In March 2010, the Obama administration introduced a health insurance mandate in the Affordable Care Act (ACA), also known as Obamacare, which the foundation supported in its October 1989 study, "Assuring Affordable Health Care for All Americans". In 2006, the mandate proposed in the Heritage Foundation study was incorporated into Massachusetts governor Mitt Romney's health care plan, known as "Romneycare," for Massachusetts. The foundation subsequently opposed the Affordable Care Act.

In April 2010, partly inspired by the model of the Center for American Progress Action Fund, founded by the progressive Center for American Progress, the foundation launched Heritage Action as a sister 501(c)4 organization designed to expand Heritage's political influence and reach. The new group quickly became influential.
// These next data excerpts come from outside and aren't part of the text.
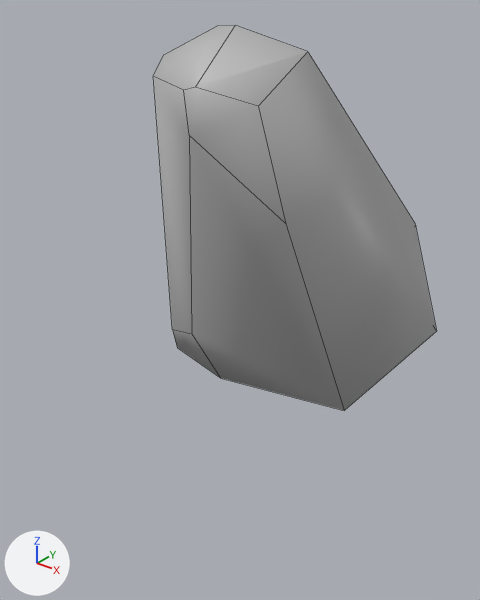
The FBX model Assets/_SS/Models/stones/rocky3.fbx as it was, and as the next commit left it.
One viewpoint serves both versions: a 50 mm camera at (0.0195, -0.0289, 0.0186) aimed at (-0.0003, -0.0042, 0.0033). Every picture has the same lights, and +X, +Y and +Z are marked at lower left. Mesh edges are drawn as thin lines. Where no turn or scale is listed for an object, it has been applied to the vertices.

The scene before the commit, as lines of its bpy script (objects in view):
```python
me_mesh = bpy.data.meshes.new('Mesh')
me_mesh.from_pydata(...)  # 26 vertices, 15 faces; spans x -0.0066..0.0066, y -0.0098..0.0098, z -0.0008..0.0169
me_mesh.materials.append(mat_rockmat)  # grey #bcbcbc
ob_rocky3 = bpy.data.objects.new('rocky3', me_mesh)
ob_rocky3.location = (0.0, 0.0, 0.0)
```
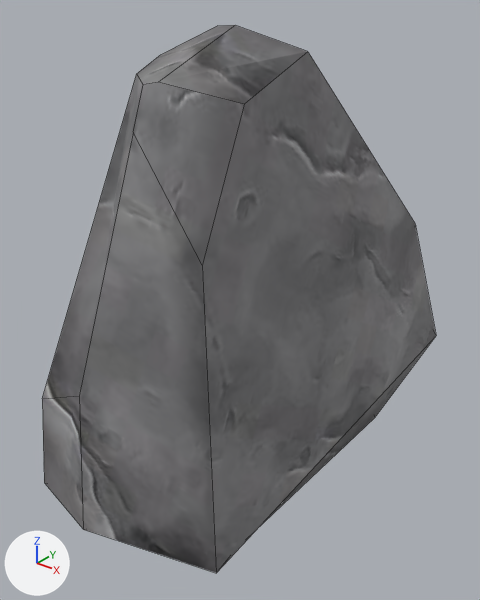
Where the change shows, as pixel boxes [x1, y1, x2, y2] in the pictures (480 x 600 px):
'rocky3', reshaped (39% wider, 42% taller): before [153, 25, 437, 410]; after [42, 25, 436, 573]
part 1 of me_mesh, built on: before [153, 52, 437, 410]; after [42, 52, 436, 573]
part 2 of me_mesh, recoloured: before [153, 25, 308, 222]; after [133, 25, 308, 264]

The change in detail:
Picture 'stone-1.jpg' (img_stone_1_jpg) is new.
Picture 'stone-1_n.jpg' (img_stone_1_n_jpg) is new.
Material 'blinn4' (mat_blinn4) is new.
Uses the picture img_stone_1_jpg.
Uses the picture img_stone_1_n_jpg.
me_mesh is used by ob_rocky3; location (0.0, 0.0, 0.0).
me_mesh had 26 vertices, 15 faces and spanned x -0.0066..0.0066, y -0.0098..0.0098, z -0.0008..0.0169.
me_mesh now has 33 vertices, 22 faces and spans x -0.0067..0.0066, y -0.0155..0.0099, z -0.0062..0.0169.
Part 1, on me_mesh:
3 vertices are removed from x -0.0031..0.0064, y -0.0073..-0.0042, z -0.0008..0.0023.
6 faces are deleted.
13 vertices move from x -0.0066..0.0066, y -0.0098..0.0098, z -0.0007..0.0157 to x -0.0067..0.0066, y -0.0127..0.0099, z -0.0058..0.0157.
10 vertices are added at x -0.0042..0.006, y -0.0155..0.0055, z -0.0062..0.0023.
13 new faces join them.
me_mesh part 2: 9 faces spanning x -0.0067..0.0066, y -0.0127..0.0099, z -0.0015..0.0169 switch from mat_rockmat (grey #bcbcbc) to mat_blinn4.

In July 2011, the Heritage Foundation published a widely criticized study on poverty in the United States, which was denounced by The New Republic, The Nation, the Center for American Progress, and The Washington Post.

In December 2012, Jim DeMint, then a U.S. senator from South Carolina, resigned from the Senate to replace Feulner as the foundation's president. As Heritage Foundation president, DeMint was paid $1 million annually, making him the highest-paid think tank president in Washington, D.C., at the time. It was predicted that he would introduce a sharper, more politicized edge. DeMint led changes to a long-standing process for the publication of policy papers, which had been authored by policy experts and then reviewed by senior staff members. Under DeMint, policy papers were heavily edited and sometimes shelved entirely. This led several scholars affiliated with the foundation to resign.

In May 2013, Jason Richwine, a senior fellow at the foundation, resigned after his Harvard University Ph.D. thesis, authored in 2009, and comments he made at a 2008 American Enterprise Institute forum, drew extensive media scrutiny. In his thesis and at in the earlier American Enterprise Institute forum, Richwine argued that Hispanics and Blacks are intellectually inferior to whites with a supposed predisposition to lower IQs, leading them to struggle in assimilating. A foundation study that month by Richwine and Robert Rector also was widely criticized across the political spectrum for methodology the two used in criticizing immigration reform legislation. Reason magazine and the Cato Institute criticized it for failing to employ dynamic scoring, which Heritage previously incorporated in analyzing other policy proposals.

In July 2013, following disputes with the Heritage Foundation over the farm bill, the Republican Study Committee, which then included 172 conservative U.S. House members, reversed a decades-old tradition and barred Heritage employees from attending its weekly meeting in the U.S. Capitol, though it continued cooperating with the foundation through "regular joint events and briefings".

====2015 cyberattack====
In September 2015, the Heritage Foundation announced that it had been targeted by hackers, which resulted in the theft of donors' information stored in its systems. The Hill, a Washington, D.C.–based newspaper covering politics, compared the cyberattack on the foundation to a similar one against the U.S. Office of Personnel Management several months earlier by China's Jiangsu State Security Department, a subsidiary of the Ministry of State Security spy agency, which accessed security clearance information on millions of federal government employees. After announcing the hacking, the foundation released no further information about it.

===2016 Trump candidacy===
In June 2015, Donald Trump announced his candidacy for the 2016 Republican presidential nomination. In July 2015, appearing on a Fox News panel, Michael Needham, leader of Heritage Action, the foundation's advocacy arm, said, "Donald Trump's a clown. He needs to be out of the race."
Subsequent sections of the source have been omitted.